Similarly the Soviet Constitution of 1936 guarantees freedom of speech, freedom of the press, freedom of assembly, freedom of religion and freedom to hold demonstrations, although this was of little used to those massacred by Stalin for trying to exercise those rights. The current constitution of North Korea has similar rights guaranteed.
Such useless and deceitful documents are not worth comparing with the real liberty which developed, not without struggle, in this country, so why bind ourselves to systems which were designed for a continent recovering from tyranny?
Unlike some in the Labour Party, Menzies Campbell appeared to realise that he would look foolish if he suggested pulling out of the European Convention of Human Rights would lead to a new dark age in Britain. Instead he chose to look foolish in a different way by saying that the fact that Britain is signed up to the ECHR encourages other less tolerant nations to do the same.
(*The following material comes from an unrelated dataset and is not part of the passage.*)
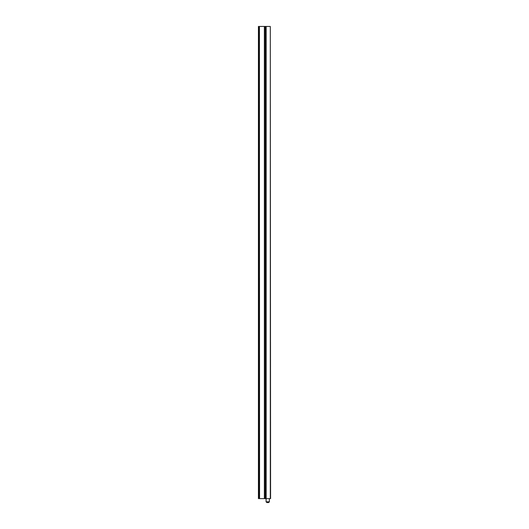 <?xml version="1.0" encoding="UTF-8"?>
<svg xmlns="http://www.w3.org/2000/svg" width="529" height="529" viewBox="0 0 529 529"><rect width="100%" height="100%" fill="white"/><g stroke="black" fill="none" stroke-linecap="round" stroke-linejoin="round"><path stroke-width="0.79" d="M270.312 498.609L270.312 26.45L270.57 498.609L264.374 498.609L264.374 26.45L258.43 26.45L258.43 498.609L258.86 498.609L258.86 26.45M270.312 26.45L264.374 26.45M264.374 498.609L258.86 498.609M259.428 26.45L259.554 498.609L259.428 26.45M268.593 502.55L266.887 502.55M266.166 498.609L266.166 26.45M265.432 498.609L265.432 26.45M264.626 498.609L264.626 26.45M259.303 498.609L259.303 26.45M259.111 498.609L259.111 26.45M266.087 498.609L266.087 501.809L269.387 501.809L268.646 502.55M269.387 498.609L269.387 501.809M266.087 501.809L266.828 502.55"/></g></svg>
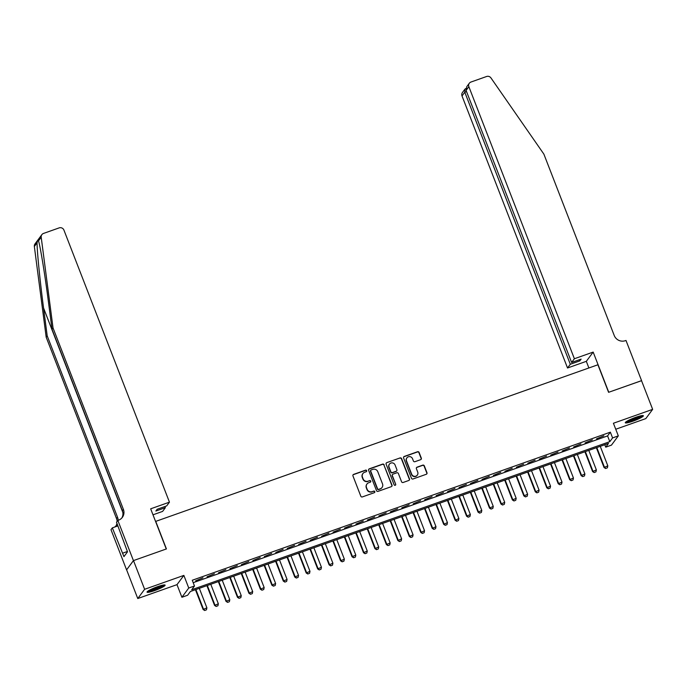 <?xml version="1.0" encoding="UTF-8"?>
<svg xmlns="http://www.w3.org/2000/svg" width="687" height="687" viewBox="0 0 687 687"><rect width="100%" height="100%" fill="white"/><g stroke="black" fill="none" stroke-linecap="round" stroke-linejoin="round"><path stroke-width="1.03" d="M366.669 470.655A0.85 0.824 36.5 0 0 365.578 470.148L353.633 474.382A1.219 1.185 36.5 0 0 352.946 475.902L360.812 496.186A1.219 1.185 36.5 0 0 362.375 496.916L374.321 492.682A0.85 0.824 36.5 0 0 374.801 491.617A0.85 0.824 36.5 0 0 373.711 491.102L372.165 491.652A3.907 3.779 36.5 0 1 367.167 489.324L366.506 487.633A3.907 3.779 36.5 0 1 368.704 482.746L370.259 482.205A0.85 0.824 36.5 0 0 370.74 481.132A0.85 0.824 36.5 0 0 369.64 480.625L368.095 481.175A3.907 3.779 36.5 0 1 363.097 478.839L362.444 477.147A3.907 3.779 36.5 0 1 364.642 472.27L366.188 471.72A0.85 0.824 36.5 0 0 366.669 470.655M366.463 471.557A0.85 0.824 36.5 0 0 365.39 470.397L353.444 474.631A1.219 1.185 36.5 0 0 353.006 474.906M374.595 492.519A0.85 0.824 36.5 0 0 373.522 491.351L372.165 491.652M370.533 482.042A0.85 0.824 36.5 0 0 369.46 480.874L368.095 481.175M635.776 417.31A9.695 1.322 158.8 0 0 625.29 422.763A9.695 1.322 158.8 0 0 632.882 421.208A9.695 1.322 158.8 0 0 643.367 415.747A9.695 1.322 158.8 0 0 635.776 417.31M157.529 586.689A9.695 1.322 158.8 0 0 147.044 592.151A9.695 1.322 158.8 0 0 154.644 590.588A9.695 1.322 158.8 0 0 165.12 585.135A9.695 1.322 158.8 0 0 157.529 586.689M420.633 459.68A1.219 1.185 36.5 0 0 421.32 458.16L419.113 452.467A1.219 1.185 36.5 0 0 417.55 451.737L404.282 456.434A1.219 1.185 36.5 0 0 403.595 457.963L411.461 478.246A1.219 1.185 36.5 0 0 413.024 478.968L426.292 474.27A1.219 1.185 36.5 0 0 426.979 472.75L424.317 465.872A1.219 1.185 36.5 0 0 422.754 465.142L417.078 467.16A1.219 1.185 36.5 0 0 416.391 468.68L417.713 472.089A3.263 3.16 36.5 0 1 414.295 476.314A3.263 3.16 36.5 0 1 411.693 474.219L406.515 460.865A3.263 3.16 36.5 0 1 409.924 456.649A3.263 3.16 36.5 0 1 412.535 458.736L413.394 460.968A1.219 1.185 36.5 0 0 414.957 461.69L420.633 459.68M612.589 437.911L618.317 435.876L611.456 445.133L605.728 447.16L608.51 443.407L190.402 591.49L187.62 595.243L181.9 597.269L188.753 588.02L194.481 585.994L191.699 589.747L609.807 441.655L612.589 437.911L610.357 432.166L192.257 580.257L194.481 585.994M133.433 560.618L166.254 548.99L150.668 508.818L169.457 502.163L63.934 230.111A3.727 3.607 36.5 0 0 59.159 227.886L43.53 233.425A3.727 3.607 36.5 0 0 41.203 237.23L53.036 327.974L123.385 509.342A8.699 8.424 -143.5 0 1 118.482 520.214L117.846 520.437L133.433 560.618L126.58 569.866L133.493 560.592L166.426 548.93L155.734 521.381L597.905 364.771L608.588 392.32L641.521 380.658L652.65 409.358L613.414 423.252L618.317 435.876M133.493 560.592L144.622 589.291L137.769 598.54L176.997 584.646L181.9 597.269M176.997 584.646L183.858 575.397L144.622 589.291M183.858 575.397L188.753 588.02M384.145 464.85A1.219 1.185 36.5 0 0 382.582 464.12L369.314 468.826A1.219 1.185 36.5 0 0 368.627 470.346L376.493 490.63A1.219 1.185 36.5 0 0 378.056 491.36L391.324 486.654A1.219 1.185 36.5 0 0 392.011 485.134L383.964 465.099A1.219 1.185 36.5 0 0 382.401 464.378L369.134 469.075A1.219 1.185 36.5 0 0 368.687 469.358M386.798 462.626L400.066 457.928A1.219 1.185 36.5 0 1 401.629 458.658L409.495 478.942A1.219 1.185 36.5 0 1 408.808 480.462L403.132 482.48A1.219 1.185 36.5 0 1 401.569 481.75L398.383 473.523A1.219 1.185 36.5 0 0 396.82 472.793L393.05 474.124A1.219 1.185 36.5 0 0 392.363 475.653L395.686 484.215A0.85 0.824 36.5 0 1 394.793 485.323A0.85 0.824 36.5 0 1 394.115 484.773L386.111 464.154A1.219 1.185 36.5 0 1 386.798 462.626L400.066 457.928M615.741 429.246L645.797 418.606L652.65 409.358M126.631 569.841L137.769 598.54M202.94 577.81L195.597 580.867L202.94 577.81M214.396 573.748L207.053 576.805L214.396 573.748M225.851 569.695L218.509 572.752L225.851 569.695M237.307 565.633L229.965 568.69L237.307 565.633M248.754 561.58L241.42 564.637L248.754 561.58M260.21 557.518L252.876 560.583L260.21 557.518M271.666 553.464L264.332 556.522L271.666 553.464M283.121 549.402L275.788 552.468L283.121 549.402M294.577 545.349L287.243 548.406L294.577 545.349M306.033 541.296L298.699 544.353L306.033 541.296M317.488 537.234L310.155 540.291L317.488 537.234M328.944 533.181L321.61 536.238L328.944 533.181M340.4 529.119L333.058 532.176L340.4 529.119M351.856 525.066L344.513 528.123L351.856 525.066M363.311 521.004L355.969 524.069L363.311 521.004M374.758 516.95L367.425 520.007L374.758 516.95M386.214 512.888L378.88 515.954L386.214 512.888M397.67 508.835L390.336 511.892L397.67 508.835M409.126 504.773L401.792 507.839L409.126 504.773M420.581 500.72L413.248 503.777L420.581 500.72M432.037 496.667L424.703 499.724L432.037 496.667M443.493 492.605L436.159 495.662L443.493 492.605M454.949 488.551L447.615 491.609L454.949 488.551M466.404 484.49L459.071 487.547L466.404 484.49M477.86 480.436L470.518 483.493L477.86 480.436M489.316 476.374L481.973 479.44L489.316 476.374M500.771 472.321L493.429 475.378L500.771 472.321M512.219 468.259L504.885 471.325L512.219 468.259M523.674 464.206L516.341 467.263L523.674 464.206M535.13 460.153L527.796 463.21L535.13 460.153M546.586 456.091L539.252 459.148L546.586 456.091M558.042 452.037L550.708 455.095L558.042 452.037M569.497 447.976L562.164 451.033L569.497 447.976M580.953 443.922L573.619 446.979L580.953 443.922M592.409 439.86L585.075 442.926L592.409 439.86M193.193 582.688L607.583 435.919L610.357 432.166M596.522 438.864L603.864 435.807L596.522 438.864M604.792 444.729L605.728 447.16M607.583 435.919L609.807 441.655M362.813 473.678A3.907 3.779 36.5 0 0 362.255 477.405L362.444 477.147M367.914 481.424A3.907 3.779 36.5 0 1 362.916 479.088L362.255 477.405M366.884 484.155A3.907 3.779 36.5 0 0 366.326 487.882L366.506 487.633M371.976 491.901A3.907 3.779 36.5 0 1 366.978 489.573L366.326 487.882M391.77 486.379A1.219 1.185 36.5 0 0 391.83 485.383L383.964 465.099M371.169 469.96A0.85 0.824 36.5 0 0 370.688 471.033L377.592 488.835A0.85 0.824 36.5 0 0 378.683 489.342L380.315 488.766A3.907 3.779 36.5 0 0 382.513 483.888L377.79 471.711A3.907 3.779 36.5 0 0 372.792 469.384L371.169 469.96M370.782 470.243L370.602 470.492A0.85 0.824 36.5 0 0 370.499 471.282L370.688 471.033M381.955 487.607A3.907 3.779 36.5 0 1 380.126 489.015L378.494 489.591A0.85 0.824 36.5 0 1 377.403 489.084L370.499 471.282M409.254 480.187A1.219 1.185 36.5 0 0 409.315 479.191L401.448 458.907A1.219 1.185 36.5 0 0 399.886 458.177M392.423 474.657A1.219 1.185 36.5 0 0 392.183 475.902L395.686 484.215M395.48 485.116A0.85 0.824 36.5 0 0 395.497 484.464M395.068 464.987A3.263 3.16 36.5 0 0 389.443 464.111A3.263 3.16 36.5 0 0 389.057 467.117L390.877 471.823A1.219 1.185 36.5 0 0 392.44 472.553L396.21 471.213A1.219 1.185 36.5 0 0 396.897 469.693L395.068 464.987M389.349 464.24A3.263 3.16 36.5 0 0 388.868 467.366L389.057 467.117M396.648 470.938A1.219 1.185 36.5 0 1 396.021 471.471L392.251 472.802A1.219 1.185 36.5 0 1 390.697 472.072L388.868 467.366M386.618 462.883A1.219 1.185 36.5 0 0 386.171 463.158M406.816 457.989A3.263 3.16 36.5 0 0 406.335 461.123L406.515 460.865M417.232 475.224A3.263 3.16 36.5 0 1 411.513 474.468L406.335 461.123M426.739 473.987A1.219 1.185 36.5 0 0 426.799 472.999L424.128 466.121A1.219 1.185 36.5 0 0 422.565 465.4L416.889 467.409A1.219 1.185 36.5 0 0 416.451 467.692M421.079 459.397A1.219 1.185 36.5 0 0 421.14 458.409L418.933 452.716A1.219 1.185 36.5 0 0 417.37 451.986L404.102 456.683A1.219 1.185 36.5 0 0 403.655 456.967M195.443 589.712L203.12 609.506L206.89 607.84L199.324 588.338M204.692 610.503L206.469 609.824L204.692 610.503L203.12 609.506M195.889 589.549L203.455 609.051L204.752 610.434M206.89 607.84L206.469 609.824M163.429 585.023A8.39 1.151 -21.2 0 1 158.508 587.814A8.39 1.151 -21.2 0 1 148.22 590.923M149.766 590.021A7.772 1.065 158.8 0 0 158.079 587.23A7.772 1.065 158.8 0 0 161.685 585.401M147.542 591.413A9.635 1.314 158.8 0 0 158.92 587.832A9.635 1.314 158.8 0 0 164.262 584.929M641.675 415.635A8.39 1.151 -21.2 0 1 636.755 418.426A8.39 1.151 -21.2 0 1 626.467 421.535M628.012 420.633A7.772 1.065 158.8 0 0 636.325 417.851A7.772 1.065 158.8 0 0 639.932 416.013M625.788 422.024A9.635 1.314 158.8 0 0 637.167 418.443A9.635 1.314 158.8 0 0 642.508 415.541M53.036 327.974L52.023 329.348L48.391 301.516C44.973 274.852 40.301 246.221 38.498 240.888C38.163 239.334 37.682 239.978 37.064 242.82C36.978 250.703 40.052 281.498 43.564 308.034L47.197 335.857L117.537 517.225A8.699 8.424 -143.5 0 1 118.121 520.342M41.203 237.23L38.498 240.888L38.292 240.192M169.457 502.163L166.683 505.898L157.177 509.265L155.863 511.042L165.369 507.676L164.923 506.525M165.369 507.676L162.596 511.411L152.995 514.812M47.197 335.857L46.184 337.223L116.524 518.591A8.699 8.424 -143.5 0 1 117.108 521.442M121.814 518.015A8.699 8.424 -143.5 0 0 122.363 510.707L52.023 329.348M37.064 242.82L34.35 246.478L46.184 337.223M117.846 520.437L116.507 522.249L127.516 551.807L123.943 556.633L112.342 527.874L110.993 529.686L126.58 569.866M117.924 525.899L112.342 527.874M34.35 246.478A3.727 3.607 -143.5 0 1 35.011 243.902L41.864 234.645M116.945 523.374A8.699 8.424 -143.5 0 1 115.966 525.899M117.219 524.095A8.699 8.424 -143.5 0 1 114.652 527.058M127.396 551.489L122.604 553.19M574.392 358.743L468.869 86.691L466.095 90.435L571.618 362.478L574.392 358.743L593.173 352.087L608.759 392.26L641.538 380.692M466.095 90.435L466.791 86.656L469.307 83.256A3.727 3.607 36.5 0 1 470.973 82.036L486.602 76.497A3.727 3.607 36.5 0 1 490.956 77.932L543.881 154.128L614.23 335.488A8.699 8.424 36.5 0 0 625.368 340.683L625.994 340.46L641.581 380.641M588.888 367.966L586.32 361.336L593.173 352.087M586.32 361.336L567.531 367.992L570.304 364.256L579.811 360.89L581.125 359.112L571.618 362.478M570.304 364.256L464.781 92.204L462.016 95.948A3.727 3.607 -143.5 0 1 462.454 92.505L464.97 89.112L464.781 92.204L466.542 91.586M567.531 367.992L462.016 95.948M469.307 83.256A3.727 3.607 36.5 0 0 468.869 86.691M579.811 360.89L579.364 359.739M465.941 88.391L464.97 89.112M206.899 585.65L214.576 605.445L218.346 603.779L210.78 584.276M216.147 606.449L217.925 605.762L216.147 606.449L214.576 605.445M207.345 585.496L214.902 604.998L216.207 606.372M218.346 603.779L217.925 605.762M218.346 581.597L226.032 601.391L229.802 599.725L222.236 580.223M227.603 602.387L229.381 601.709L227.603 602.387L226.032 601.391M218.792 581.434L226.358 600.936L227.663 602.319M229.802 599.725L229.381 601.709M229.802 577.535L237.479 597.329L241.249 595.663L233.692 576.161M239.059 598.334L240.836 597.647L239.059 598.334L237.479 597.329M230.248 577.381L237.814 596.883L239.119 598.257M241.249 595.663L240.836 597.647M241.257 573.482L248.934 593.276L252.704 591.61L245.139 572.108M250.515 594.272L252.292 593.594L250.515 594.272L248.934 593.276M241.704 573.319L249.269 592.829L250.566 594.203M252.704 591.61L252.292 593.594M252.713 569.42L260.39 589.223L264.16 587.548L256.595 568.046M261.97 590.219L263.739 589.532L261.97 590.219L260.39 589.223M253.16 569.265L260.725 588.768L262.022 590.142M264.16 587.548L263.739 589.532M264.169 565.367L271.846 585.161L275.616 583.495L268.05 563.993M273.426 586.166L275.195 585.479L273.426 586.166L271.846 585.161M264.615 565.212L272.181 584.714L273.478 586.088M275.616 583.495L275.195 585.479M275.624 561.313L283.302 581.108L287.072 579.442L279.506 559.931M284.882 582.104L286.651 581.425L284.882 582.104L283.302 581.108M276.071 561.15L283.637 580.652L284.933 582.026M287.072 579.442L286.651 581.425M287.08 557.251L294.757 577.046L298.527 575.38L290.962 555.877M296.337 578.05L298.106 577.363L296.337 578.05L294.757 577.046M287.527 557.097L295.092 576.599L296.389 577.973M298.527 575.38L298.106 577.363M298.536 553.198L306.213 572.992L309.983 571.326L302.417 551.816M307.793 573.989L309.562 573.31L307.793 573.989L306.213 572.992M298.982 553.035L306.548 572.537L307.845 573.92M309.983 571.326L309.562 573.31M309.992 549.136L317.669 568.93L321.439 567.264L313.873 547.762M319.24 569.935L321.018 569.248L319.24 569.935L317.669 568.93M310.438 548.982L318.004 568.484L319.3 569.858M321.439 567.264L321.018 569.248M321.447 545.083L329.125 564.877L332.894 563.211L325.329 543.709M330.696 565.873L332.474 565.195L330.696 565.873L329.125 564.877M321.894 544.92L329.459 564.422L330.756 565.805M332.894 563.211L332.474 565.195M332.903 541.021L340.58 560.815L344.35 559.149L336.785 539.647M342.152 561.82L343.929 561.133L342.152 561.82L340.58 560.815M333.35 540.867L340.915 560.369L342.212 561.743M344.35 559.149L343.929 561.133M344.359 536.968L352.036 556.762L355.806 555.096L348.24 535.594M353.607 557.758L355.385 557.08L353.607 557.758L352.036 556.762M344.805 536.805L352.362 556.315L353.668 557.689M355.806 555.096L355.385 557.08M355.806 532.906L363.492 552.709L367.262 551.034L359.696 531.532M365.063 553.705L366.841 553.018L365.063 553.705L363.492 552.709M356.252 532.751L363.818 552.254L365.123 553.628M367.262 551.034L366.841 553.018M367.262 528.853L374.939 548.647L378.709 546.981L371.152 527.479M376.519 549.652L378.297 548.965L376.519 549.652L374.939 548.647M367.708 528.698L375.274 548.2L376.579 549.574M378.709 546.981L378.297 548.965M378.717 524.791L386.395 544.593L390.164 542.919L382.599 523.417M387.975 545.59L389.752 544.911L387.975 545.59L386.395 544.593M379.164 524.636L386.729 544.138L388.026 545.512M390.164 542.919L389.752 544.911M390.173 520.737L397.85 540.532L401.62 538.866L394.055 519.363M399.43 541.536L401.199 540.849L399.43 541.536L397.85 540.532M390.62 520.583L398.185 540.085L399.482 541.459M401.62 538.866L401.199 540.849M401.629 516.684L409.306 536.478L413.076 534.812L405.51 515.302M410.886 537.474L412.655 536.796L410.886 537.474L409.306 536.478M402.075 516.521L409.641 536.023L410.938 537.397M413.076 534.812L412.655 536.796M413.085 512.622L420.762 532.416L424.532 530.75L416.966 511.248M422.342 533.421L424.111 532.734L422.342 533.421L420.762 532.416M413.531 512.468L421.097 531.97L422.393 533.344M424.532 530.75L424.111 532.734M424.54 508.569L432.217 528.363L435.987 526.697L428.422 507.195M433.798 529.359L435.567 528.681L433.798 529.359L432.217 528.363M424.987 508.406L432.552 527.908L433.849 529.291M435.987 526.697L435.567 528.681M435.996 504.507L443.673 524.301L447.443 522.635L439.878 503.133M445.253 525.306L447.022 524.619L445.253 525.306L443.673 524.301M436.443 504.352L444.008 523.855L445.305 525.229M447.443 522.635L447.022 524.619M447.452 500.454L455.129 520.248L458.899 518.582L451.333 499.08M456.7 521.244L458.478 520.566L456.7 521.244L455.129 520.248M447.898 500.291L455.464 519.801L456.761 521.175M458.899 518.582L458.478 520.566M458.907 496.392L466.585 516.186L470.355 514.52L462.789 495.018M468.156 517.191L469.934 516.504L468.156 517.191L466.585 516.186M459.354 496.237L466.92 515.739L468.216 517.113M470.355 514.52L469.934 516.504M470.363 492.339L478.04 512.133L481.81 510.467L474.245 490.965M479.612 513.137L481.389 512.45L479.612 513.137L478.04 512.133M470.81 492.175L478.375 511.686L479.672 513.06M481.81 510.467L481.389 512.45M481.81 488.277L489.496 508.079L493.266 506.405L485.7 486.903M491.068 509.076L492.845 508.389L491.068 509.076L489.496 508.079M482.265 488.122L489.822 507.624L491.128 508.998M493.266 506.405L492.845 508.389M493.266 484.223L500.952 504.018L504.722 502.352L497.156 482.849M502.523 505.022L504.301 504.335L502.523 505.022L500.952 504.018M493.713 484.069L501.278 503.571L502.583 504.945M504.722 502.352L504.301 504.335M504.722 480.17L512.399 499.964L516.169 498.298L508.612 478.787M513.979 500.96L515.757 500.282L513.979 500.96L512.399 499.964M505.168 480.007L512.734 499.509L514.039 500.883M516.169 498.298L515.757 500.282M516.177 476.108L523.855 495.902L527.625 494.236L520.059 474.734M525.435 496.907L527.212 496.22L525.435 496.907L523.855 495.902M516.624 475.954L524.19 495.456L525.486 496.83M527.625 494.236L527.212 496.22M527.633 472.055L535.31 491.849L539.08 490.183L531.515 470.681M536.891 492.845L538.66 492.167L536.891 492.845L535.31 491.849M528.08 471.892L535.645 491.394L536.942 492.777M539.08 490.183L538.66 492.167M539.089 467.993L546.766 487.787L550.536 486.121L542.97 466.619M548.346 488.792L550.115 488.105L548.346 488.792L546.766 487.787M539.535 467.838L547.101 487.341L548.398 488.715M550.536 486.121L550.115 488.105M550.545 463.94L558.222 483.734L561.992 482.068L554.426 462.566M559.802 484.73L561.571 484.052L559.802 484.73L558.222 483.734M550.991 463.777L558.557 483.279L559.853 484.661M561.992 482.068L561.571 484.052M562 459.878L569.678 479.672L573.447 478.006L565.882 458.504M571.258 480.677L573.027 479.99L571.258 480.677L569.678 479.672M562.447 459.723L570.012 479.225L571.309 480.599M573.447 478.006L573.027 479.99M573.456 455.824L581.133 475.619L584.903 473.953L577.338 454.451M582.713 476.615L584.482 475.936L582.713 476.615L581.133 475.619M573.903 455.661L581.468 475.172L582.765 476.546M584.903 473.953L584.482 475.936M584.912 451.763L592.589 471.565L596.359 469.891L588.793 450.389M594.161 472.562L595.938 471.875L594.161 472.562L592.589 471.565M585.358 451.608L592.924 471.11L594.221 472.484M596.359 469.891L595.938 471.875M596.368 447.709L604.045 467.503L607.815 465.838L600.249 446.335M605.616 468.508L607.394 467.821L605.616 468.508L604.045 467.503M596.814 447.555L604.38 467.057L605.676 468.431M607.815 465.838L607.394 467.821M43.564 308.034L122.827 512.39M117.537 517.225L116.524 518.591M122.363 510.707L123.385 509.342"/></g></svg>

It would for example prevent discriminatory laws being passed against Latvian homosexuals, he said.
Let us leave aside the dubious proposition that a democratically elected Parliament should be overruled by activist judges if only to protect Latvian homosexuals (of whom there are no doubt a vast number in need of saving). Does Sir Menzies really think that the Latvian government's policy on homosexuals hinges on whether Britain is part of the European Court of Human Rights?
For real human rights to exist noble sounding documents are irrelevant, but a culture of democracy, liberty, the rule of law and above all the belief that rights are innate rather than conceded to us by the state, must be present.
If Europe, or parts of it, still lack these things then perhaps the ECHR is for them, but we certainly do not need it here and the more the European Court asserts itself as though we do, the more likely it is to be resented and rejected by the British people.